The result was a sensational but scientifically grounded discovery: the so-called “Big Void,” a previously unknown space about 30 meters long located above the pyramid’s Grand Gallery. A “Small Void” was later identified—much smaller but equally intriguing in purpose.
Importantly, there is no access to these voids. Since the pyramid was built, no one has entered it for 4,500 years. Today, new miniature robots are being developed to safely explore these areas and help answer the question of their intended function.
Archaeology of the Future or a Hunt for Sensation?
In spring 2025, media attention once again turned to the Giza Plateau—this time not due to peer-reviewed publications, but because of a bold claim by a team of Italian researchers. Led by biochemist Corrado Malanga, the group announced the discovery of a massive underground complex allegedly located more than 1,200 meters beneath the pyramids. According to their report, this included eight vertical cylinders up to 640 meters deep and other structures stretching beyond a full kilometer underground.
Despite media buzz and public fascination, the study itself puzzled the scientific community. The publication lacked technical detail: no data was provided on methodology, and the terminology used resembled pseudoscientific jargon more than academic language. Their findings were never submitted to any reputable peer-reviewed journal—apparently because the researchers couldn’t find scientific reviewers willing to validate or even assess the legitimacy of their claims.
Technical aspects also raised red flags. Experts in radar imaging pointed out that the scanning capabilities described in the report are impossible according to modern science. Professor Lawrence Conyers of the University of Denver, one of the world’s leading ground-penetrating radar experts, explained that today’s radar pulses can’t penetrate more than 30–40 meters with usable resolution, let alone kilometers. Even if signals did reflect from such depths, they could never produce a clear image of the shape or geometry of an object.
There were also serious geological inconsistencies. The geology of the Giza Plateau is well understood. The limestone beneath the pyramids is a soft, porous rock that cannot support cavities at the depths described by Malanga’s team. If such large voids existed, the ground would have collapsed under its weight. Such cavities are only possible in rock with entirely different properties, like granite.
Under the Rubble of Headlines
The problem with such sensational claims isn’t just the lack of evidence—they undermine public trust in real scientific research. It’s no exaggeration to say that the Giza Plateau is one of the most thoroughly studied archaeological sites on Earth. Over the past century, archaeologists, engineers, geologists, chemists, and physicists have conducted extensive investigations using cutting-edge technologies: ground-penetrating radar, seismic scanning, infrared thermography, satellite imaging, muon tomography, 3D scanning, and robotic systems.
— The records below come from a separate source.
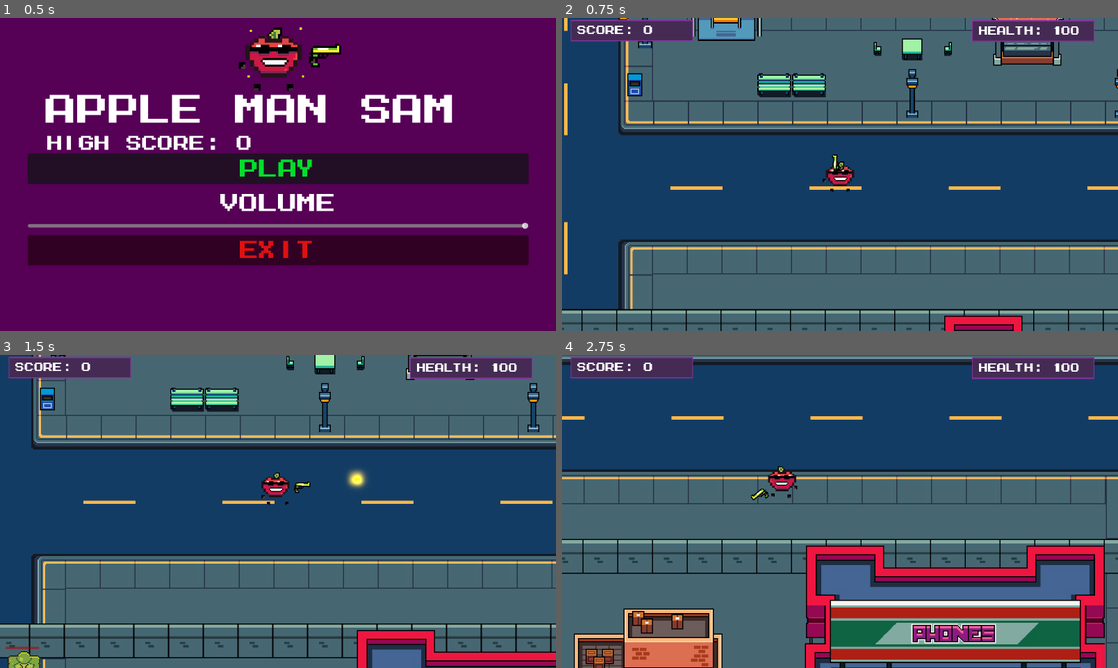
Above: before the commit, frames 1-4 (two rows, left to right).
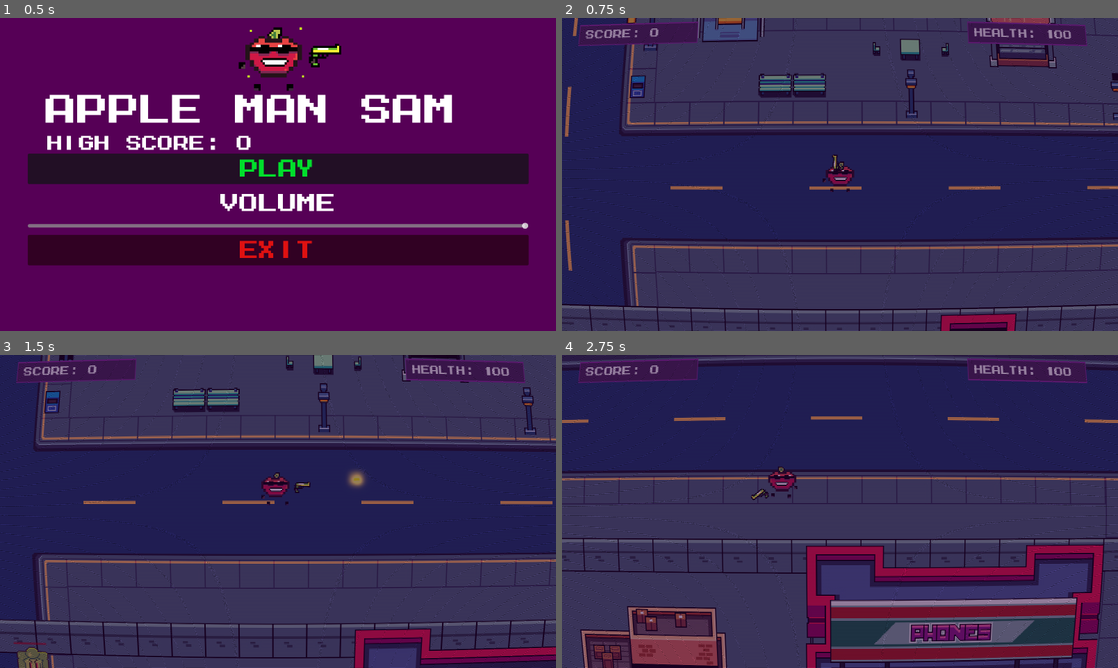
Above: after the commit, the same moments.

Repository: George-Nizor/Apple-Man-Sam
Game: Godot game, scene res://Scenes/Menus/main_menu.tscn
Two runs of this game, one before a commit and one after it. Both use one fixed random seed, a clock stepped at 60 frames per second and the inputs below. Sound files missing from this copy of the repository are replaced by a short silence.
Inputs (mouse positions are in pixels of both pictures, inside the frame that each line leads up to):
- Up to frame 1 (0.5 s): no input
- Up to frame 2 (0.75 s): click "Play" at 0.5 s
- Up to frame 3 (1.5 s): move the mouse to (400, 495) at 1.27 s; hold D (right) from 1.28 s (still down); click (400, 495) at 1.35 s
- Up to frame 4 (2.75 s): move the mouse to (728, 527) at 2.02 s; release D (right) at 2.03 s; hold S (down) from 2.03 s (still down); click (728, 527) at 2.1 s

Frame 1 is identical in both runs. In frame 2, 96% of the frame differs, in the area x 0-100%, y 0-100%; in frame 3, 96%; in frame 4, 96%.

Commit message:
Experimenting with Shaders - pause menu bugged but looking cool

Diff:
--- a/top-down-v2/Scenes/Levels/Main_Level.tscn
+++ b/top-down-v2/Scenes/Levels/Main_Level.tscn
@@ -12,6 +12,7 @@
 [ext_resource type="Script" path="res://Scenes/Levels/ground.gd" id="7_h6gmj"]
 [ext_resource type="AudioStream" uid="uid://wcwky31x2lc3" path="res://Assets/Sounds/Music/Game_Track.mp3" id="8_2dhog"]
 [ext_resource type="Script" path="res://Scenes/Levels/power_up_spawners.gd" id="11_7ci24"]
+[ext_resource type="Shader" path="res://Shaders/screen_effect.gdshader" id="13_85qca"]
 
 [sub_resource type="ShaderMaterial" id="ShaderMaterial_o1nnt"]
 shader = ExtResource("2_18eth")
@@ -35,6 +36,20 @@
 background_mode = 3
 glow_enabled = true
 volumetric_fog_enabled = true
+
+[sub_resource type="ShaderMaterial" id="ShaderMaterial_o6rqo"]
+shader = ExtResource("13_85qca")
+shader_parameter/crt_curve = 0.02
+shader_parameter/crt_scan_line_intensity = 0.417
+shader_parameter/brightness = 0.885
+shader_parameter/neon_tint = Vector3(0.7, 0, 1)
+shader_parameter/rf_switch_esque_blur = 0.0
+shader_parameter/white_noise_rate = 0.0
+shader_parameter/crt_line_distortion = 0.078
+
+[sub_resource type="QuadMesh" id="QuadMesh_yg3de"]
+size = Vector2(1280, 720)
+center_offset = Vector3(640, 360, 0)
 
 [node name="Test_Level" type="Node2D"]
 y_sort_enabled = true
@@ -169,5 +184,9 @@
 text = "GAME OVER
    CUNT"
 
+[node name="MeshInstance2D" type="MeshInstance2D" parent="UI"]
+material = SubResource("ShaderMaterial_o6rqo")
+mesh = SubResource("QuadMesh_yg3de")
+
 [connection signal="timeout" from="Spawners/SpawnTimer" to="Spawners" method="_on_spawn_timer_timeout"]
 [connection signal="timeout" from="Power_Up_Spawners/Power_Up_timer" to="Power_Up_Spawners" method="_on_power_up_timer_timeout"]
--- /dev/null
+++ b/top-down-v2/Shaders/screen_effect.gdshader
@@ -0,0 +1,51 @@
+shader_type canvas_item;
+
+// Screen
+uniform sampler2D screen_texture : hint_screen_texture;
+
+// CRT curvature
+uniform float crt_curve : hint_range(0.0, 1.0) = 0.02;
+// Scan line intensity
+uniform float crt_scan_line_intensity : hint_range(0.0, 1.0) = 0.6;
+// Brightness
+uniform float brightness : hint_range(0.0, 2.0) = 1.2;
+// Purple neon tint
+uniform vec3 neon_tint = vec3(0.3, 0.0, 0.6); // Less intense purple
+// RF Blur
+uniform float rf_switch_esque_blur : hint_range(0.0, 1.0) = 0.3;
+// White noise
+uniform float white_noise_rate : hint_range(0.0, 1.0) = 0.1;
+// Horizontal distortion factor for CRT lines
+uniform float crt_line_distortion : hint_range(0.0, 1.0) = 0.05;
+
+// Random noise function
+float random(vec2 pos) {
+	return fract(sin(dot(pos, vec2(12.9898, 78.233))) * 43758.5453);
+}
+
+void fragment() {
+	// CRT curvature adjustment
+	vec2 crt_curve_shift = (vec2(1.0, 1.0) - sin(UV.yx * PI)) * crt_curve;
+	vec2 crt_curve_scale = vec2(1.0, 1.0) + crt_curve_shift * 2.0;
+	vec2 fixed_uv = SCREEN_UV * crt_curve_scale - crt_curve_shift;
+
+	// Get texture color with curvature and RF blur
+	vec3 color = texture(screen_texture, fixed_uv).rgb;
+	color = mix(color, vec3(0.0), rf_switch_esque_blur * 0.5);
+
+	// White noise effect
+	float white_noise = random(fixed_uv + vec2(sin(TIME * 0.5), cos(TIME * 0.3)));
+	color = mix(color, vec3(white_noise), white_noise_rate);
+
+	// Add purple neon tint (reduced intensity)
+	color = mix(color, neon_tint, 0.2); // Reduced blend factor to make purple less dominant
+
+	// Horizontal scan lines (thicker and distorted)
+	float line_pos = fixed_uv.y / SCREEN_PIXEL_SIZE.y + random(fixed_uv) * crt_line_distortion;
+	float scan_line = mod(line_pos, 4.0) < 2.0 ? crt_scan_line_intensity : 1.0;
+	color *= vec3(scan_line);
+
+	// Final color
+	COLOR.rgb = color * brightness;
+	COLOR.a = 1.0;
+}
Not shown: 1 places in top-down-v2/Scenes/Levels/Main_Level.tscn that only renumber resources

True discoveries are not born from flashy announcements. They come from years of patient, interdisciplinary work grounded in scientific analysis and rigorous data verification. When fantasies are presented as facts and the language of science is used without its method, we don’t move closer to understanding the past—we lose our grip on reality. The Great Pyramids of Giza need no embellishment—they are already a towering achievement of the ancient world that we continue to explore anew with the most advanced tools of the 21st century.